The processor of ECU0 interprets and executes a program stored in memory in advance, and calculates operating parameters to control the operation of internal combustion engine 100. ECU0 acquires various pieces of information a, b, c, d, e, f, g, and h required for controlling the operation of internal combustion engine 100 via an input interface, and determines various operating parameters such as the required fuel injection amount appropriate to the amount of air taken into cylinder 1, fuel injection timing (including the number of fuel injections per combustion), fuel injection pressure, ignition timing (including the number of spark ignitions per combustion), and required EGR rate (or EGR gas amount). ECU0 applies various control signals i, j, k, and l corresponding to the operating parameters via an output interface.
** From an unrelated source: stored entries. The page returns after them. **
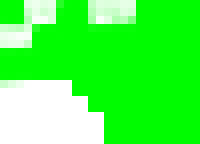
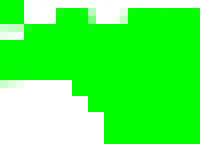
Comparing the layer stacks of the two 200 × 144 images. Changes:
renamed "Shield 4" to "Shield4", painted on it over [0, 0, 200, 56]
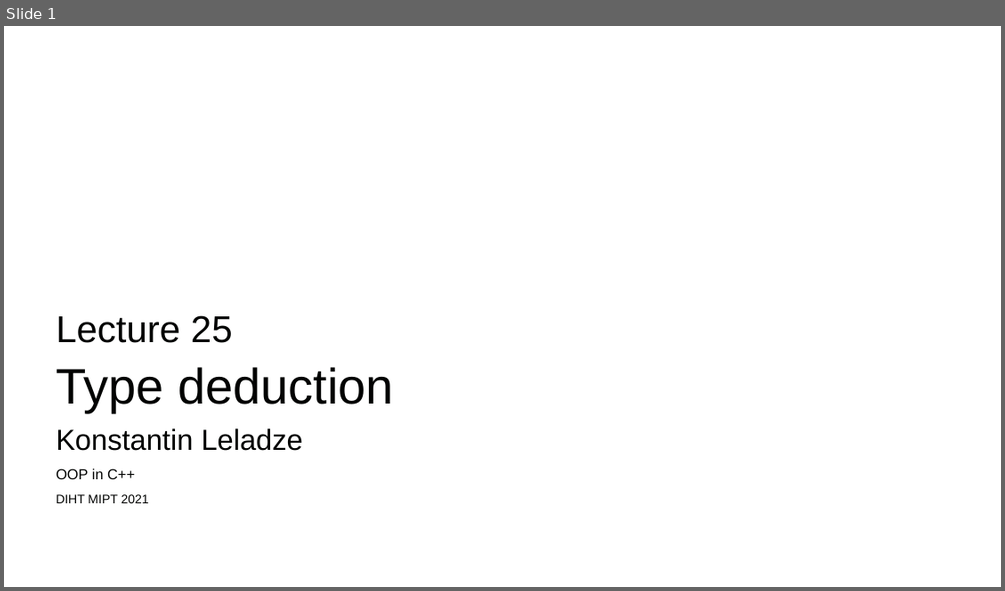
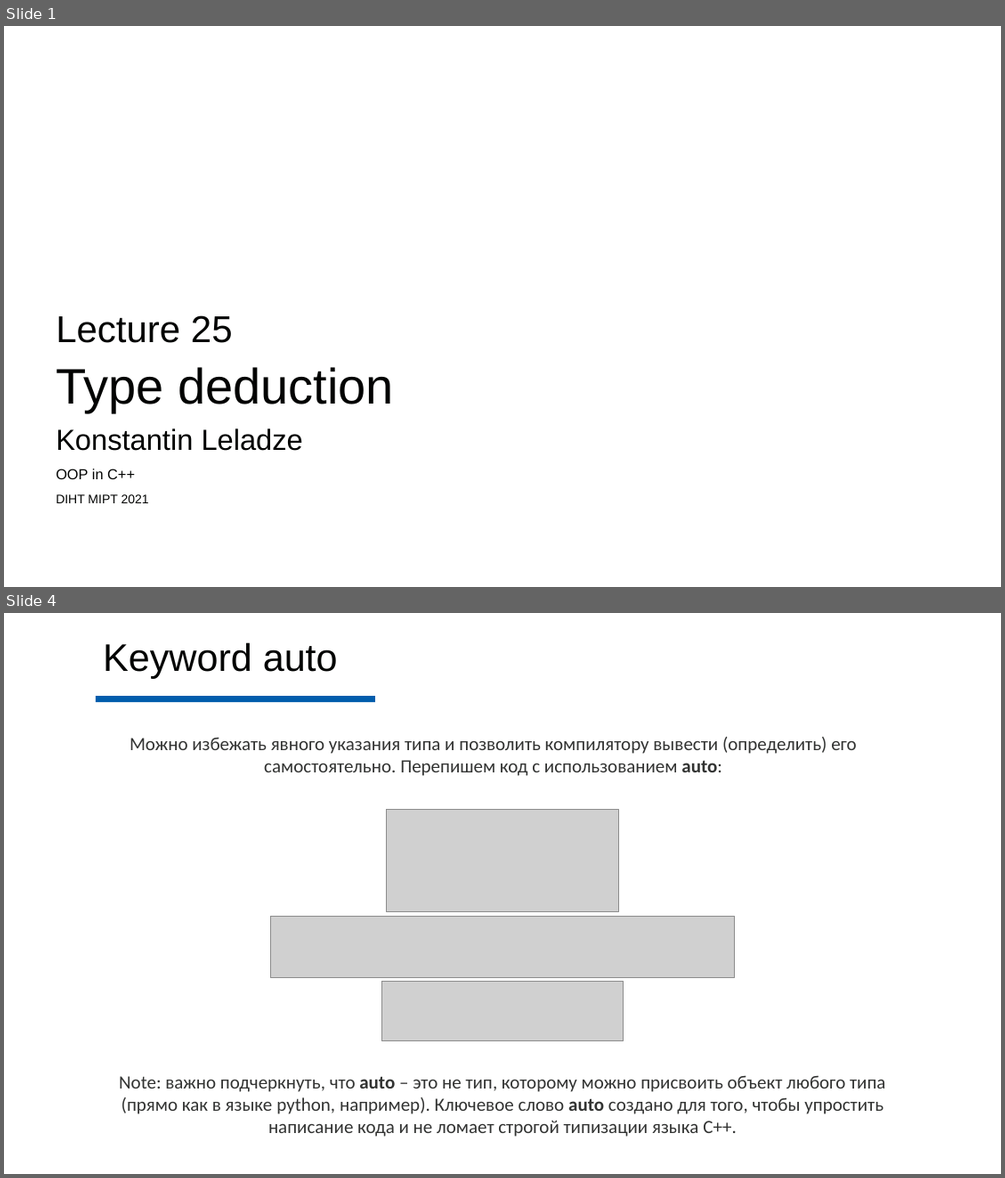
Before and after one commit to Costello1329/cpp-mipt-2021, a slide deck: lectures/lecture-25/draft.pptx. Shown one above the other, each under a label of ours: slide 1 before the commit, slides 1 and 4 after it; the slides between them are not shown. The pictures are 1005x591 and 1005x1178 pixels, drawn with LibreOffice and Linux fonts; fonts in the diff are those of the drawing; grey boxes stand for pictures; background and template pictures are left out. Boxes give left, top, right and bottom in pixels: in the first picture for what was removed or moved away, otherwise in the second. Text is boxed around its words. In the diff, an @@ line names an element or a change of style, - is before the commit and + after.

```diff
--- a/lectures/lecture-25/draft.pptx
+++ b/lectures/lecture-25/draft.pptx
@@ slide 4 added at (x1=4, y1=613, x2=1001, y2=1174), background #FEFEFE @@
@@ text added at (x1=103, y1=642, x2=338, y2=679), 37 pt, text #020302 @@
+Keyword auto
@@ line added from (96, 699) to (375, 699), #015DAC 6 pt @@
@@ text added at (x1=129, y1=737, x2=857, y2=776), 18 pt, text #323332 @@
+Можно избежать явного указания типа и позволить компилятору вывести (определить) его самостоятельно. Перепишем код с использованием auto:
@@ picture added at (x1=387, y1=809, x2=619, y2=912) @@
@@ picture added at (x1=270, y1=916, x2=735, y2=977) @@
@@ picture added at (x1=381, y1=981, x2=624, y2=1041) @@
@@ text added at (x1=119, y1=1075, x2=885, y2=1136), 18 pt, text #323332 @@
+Note: важно подчеркнуть, что auto – это не тип, которому можно присвоить объект любого типа (прямо как в языке python, например). Ключевое слово auto создано для того, чтобы упростить написание кода и не ломает строгой типизации языка C++.
```
Also in this commit, not shown: 16 other slides added, 1 slide removed.

When determining the amount of fuel to be injected from the injector 11, the ECU 0 first calculates the amount of air (fresh air) drawn into the cylinder 1, and then determines the basic amount TP of fuel injection that is proportional to the amount of intake air (so that the theoretical air-fuel ratio or a target air-fuel ratio close to the theoretical air-fuel ratio can be achieved depending on the amount of intake air). The amount of intake air is estimated based on the current engine speed and intake pressure (in the surge tank 33 or intake manifold 34), etc. The estimated value of the amount of intake air may be corrected according to the current intake temperature, atmospheric pressure, etc. The estimation method is well known.

Next, this basic injection amount TP is corrected by a feedback correction coefficient FAF corresponding to the deviation between the air-fuel ratio of the gas flowing into the catalyst 41 and its target value, various correction coefficients K determined based on environmental conditions and the like, and a correction coefficient X corresponding to the EGR described below. The feedback correction coefficients FAF, K, and X are all positive numbers that increase or decrease from 1. Thus, taking into account the invalid injection time TAUV during which no fuel is injected even when the injector 11 is opened, the final fuel injection time T, i.e., the time for which the injector 11 is opened, is calculated. The fuel injection time T is expressed as follows:
T=TP×FAF×X×K+TAUV
The ECU 0 inputs a signal j to the injector 11 for the fuel injection time T, and opens the valve of the injector 11 to inject fuel.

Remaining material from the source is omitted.